Welcome to the Higher and Postsecondary Education Program
Students may pursue an M.A., Ed.M., or Ed.D. in Higher and Postsecondary Education.
The Master of Arts Program develops knowledgeable practitioners in three domains of higher and postsecondary education: its educational core (teaching and learning, student and professional development), its organizational and institutional framework (policymaking and implementation, planning, organizational development), and its social positioning and comparative potential (policy analysis and comparative study of institutional, state, and national systems). Though students entering the M.A. Program will be exposed to each of the domains, they will specialize in one.
Students who pursue the M.A. degree at Teachers College will build on the program's historic positioning in the study of student development through the college years and its current strengths in studies of academic learning and development. They will also build on the program's growing capacities in higher/postsecondary education policy, social thought, and comparative analysis, as well as on the department's offerings in organizational studies. As such, students earning the M.A. degree will be positioned to serve in a variety of academic and student support positions, as well as in various policy-development, policy-support, and administrative roles.
Please click here for course requirements for the M.A. in Higher and Postsecondary Education Program.
The Master of Education Program develops breadth of understanding of higher and postsecondary education, though emphasizing particular domains of study and practice, among them, academic learning and development, organizational and institutional processes, and social and comparative perspectives. Students in the Ed.M. Program typically use these offerings, to elaborate and deepen their experience-based knowledge and intellectual interests in policymaking, curriculum development, student development, etc. Ed.M. students conclude their programs of study by writing an integrative paper focused on a particular topic of professional and personal interest and drawing on the knowledge resources availed by the three curricular domains.

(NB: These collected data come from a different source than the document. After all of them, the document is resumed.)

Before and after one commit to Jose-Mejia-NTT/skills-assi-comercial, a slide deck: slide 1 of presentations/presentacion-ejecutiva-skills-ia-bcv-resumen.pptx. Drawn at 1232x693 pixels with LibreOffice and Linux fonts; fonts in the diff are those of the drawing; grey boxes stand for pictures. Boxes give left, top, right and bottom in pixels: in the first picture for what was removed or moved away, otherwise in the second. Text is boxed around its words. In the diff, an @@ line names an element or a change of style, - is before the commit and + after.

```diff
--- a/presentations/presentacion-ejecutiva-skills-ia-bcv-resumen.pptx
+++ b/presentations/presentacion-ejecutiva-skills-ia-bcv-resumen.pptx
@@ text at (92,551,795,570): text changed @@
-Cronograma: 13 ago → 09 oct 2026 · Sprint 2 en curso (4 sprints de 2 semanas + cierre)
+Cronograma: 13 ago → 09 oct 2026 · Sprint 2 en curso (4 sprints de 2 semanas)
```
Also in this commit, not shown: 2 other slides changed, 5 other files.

Students who pursue the Ed.M. in Higher and Postsecondary Education at Teachers College, Columbia University typically bring, to their studies, well developed understandings of particular facets of the enterprise, often from their own participation in the professional practices that define it (teaching, administration, etc.). The Ed.M. Program helps them situate their practice-based knowledge, and their emerging intellectual interests, within the broader span of higher and postsecondary education, thereby availing expanded intellectual resources for their professional efforts.

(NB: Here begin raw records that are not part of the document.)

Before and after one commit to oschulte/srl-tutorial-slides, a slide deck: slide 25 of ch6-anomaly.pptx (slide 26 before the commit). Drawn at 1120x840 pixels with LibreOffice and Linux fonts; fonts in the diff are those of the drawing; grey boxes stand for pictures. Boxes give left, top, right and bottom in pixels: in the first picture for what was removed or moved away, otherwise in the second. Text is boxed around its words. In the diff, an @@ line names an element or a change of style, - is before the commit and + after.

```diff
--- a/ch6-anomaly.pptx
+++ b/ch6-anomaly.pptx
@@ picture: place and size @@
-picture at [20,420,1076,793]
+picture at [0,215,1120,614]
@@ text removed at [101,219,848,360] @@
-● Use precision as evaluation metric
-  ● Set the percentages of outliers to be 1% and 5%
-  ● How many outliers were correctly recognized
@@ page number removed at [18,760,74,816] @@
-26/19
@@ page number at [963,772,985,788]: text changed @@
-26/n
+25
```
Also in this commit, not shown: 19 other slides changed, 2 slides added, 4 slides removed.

Please click here for course requirements for the Ed.M. in Higher and Postsecondary Education Program.
The Doctor of Education Program develops breadth of understanding about higher and postsecondary education though with focus on an intellectual issue or professional activity (concentration or emphasis area). Breadth is assured through study within three curricular domains: academic and developmental analysis of higher and postsecondary education, organizational and institutional analysis of higher and postsecondary education, and social and comparative analysis of higher and postsecondary education. Working across these domains and beyond them (through related out-of-program courses), students will work with faculty advisors to develop emphasis areas, among them policy studies, diversity and access studies, studies in student learning and development, and studies of scholarly learning and careers. The Ed.D. requires in-depth study in processes/methods of inquiry appropriate to the area of concentration or emphasis, and reflecting substantial theoretical understanding of the area and approaches to inquiry within it.

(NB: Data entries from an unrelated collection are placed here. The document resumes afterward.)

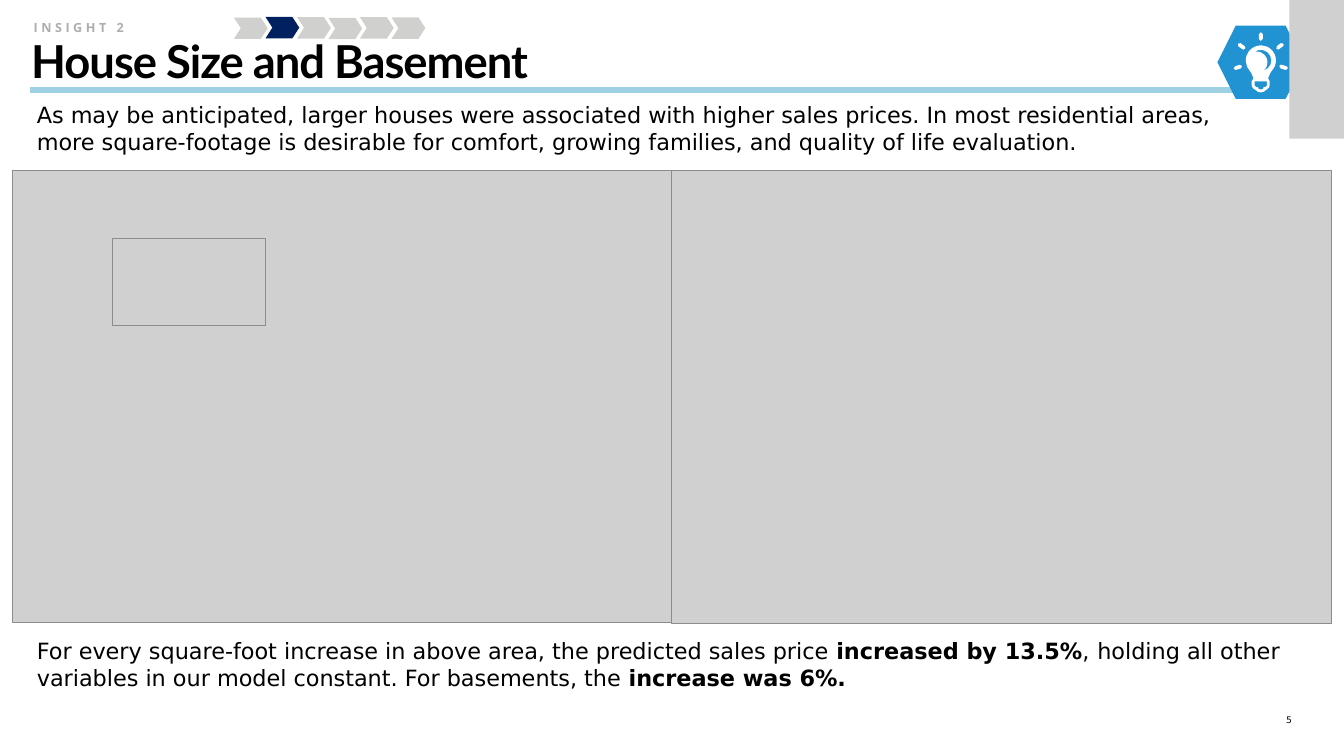
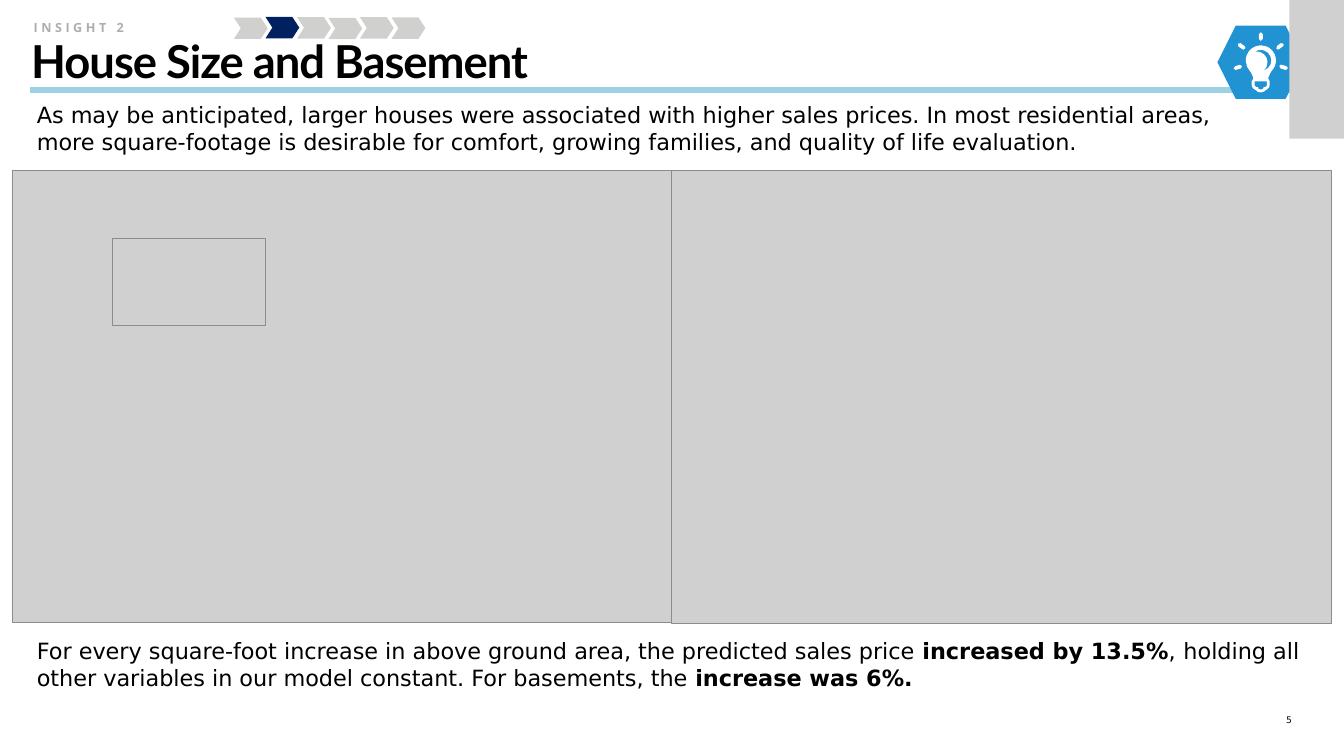
Before and after one commit to farahmalik11/project-2, a slide deck: slide 5 of Housing_Data_Exploration_SalePrice_Predictors.pptx. Drawn at 1344x756 pixels with LibreOffice and Linux fonts; fonts in the diff are those of the drawing; grey boxes stand for pictures. Boxes give left, top, right and bottom in pixels: in the first picture for what was removed or moved away, otherwise in the second. Text is boxed around its words. In the diff, an @@ line names an element or a change of style, - is before the commit and + after.

```diff
--- a/Housing_Data_Exploration_SalePrice_Predictors.pptx
+++ b/Housing_Data_Exploration_SalePrice_Predictors.pptx
@@ text at (x1=37, y1=642, x2=1299, y2=689): text changed @@
-For every square-foot increase in above area, the predicted sales price increased by 13.5%, holding all other variables in our model constant. For basements, the increase was 6%.
+For every square-foot increase in above ground area, the predicted sales price increased by 13.5%, holding all other variables in our model constant. For basements, the increase was 6%.
```
Also in this commit, not shown: 2 other slides changed, 1 other file.

Students who pursue the Ed.D. in Higher and Postsecondary Education question and explore the range of perspectives for understanding the enterprise-its educational and intellectual core, its institutional/organizational rubrics, its social and comparative contextualizations. Thus, through their own research (situated within an emphasis area), they participate in reshaping current understandings of postsecondary education. Ed.D. students conclude their programs by writing a dissertation that, though focused on a particular research problem within higher and postsecondary education, reflects the tripartite aims of the curriculum, as well as deep understanding of knowledge structures underpinning their area of inquiry. They are positioned then to scrutinize prevailing views of what it means to engage in the "higher learning," and importantly, of what it means to reconstruct these views in the name of improvement and development.
Graduates of the Ed.D. Program may become policymakers and evaluation specialists in higher and postsecondary education; they may assume substantial leadership responsibilities, as through presidencies or other key administrative posts in colleges and universities or state systems; they may lead university- or college-wide instructional development centers and activities; they may become academic scholars and researchers.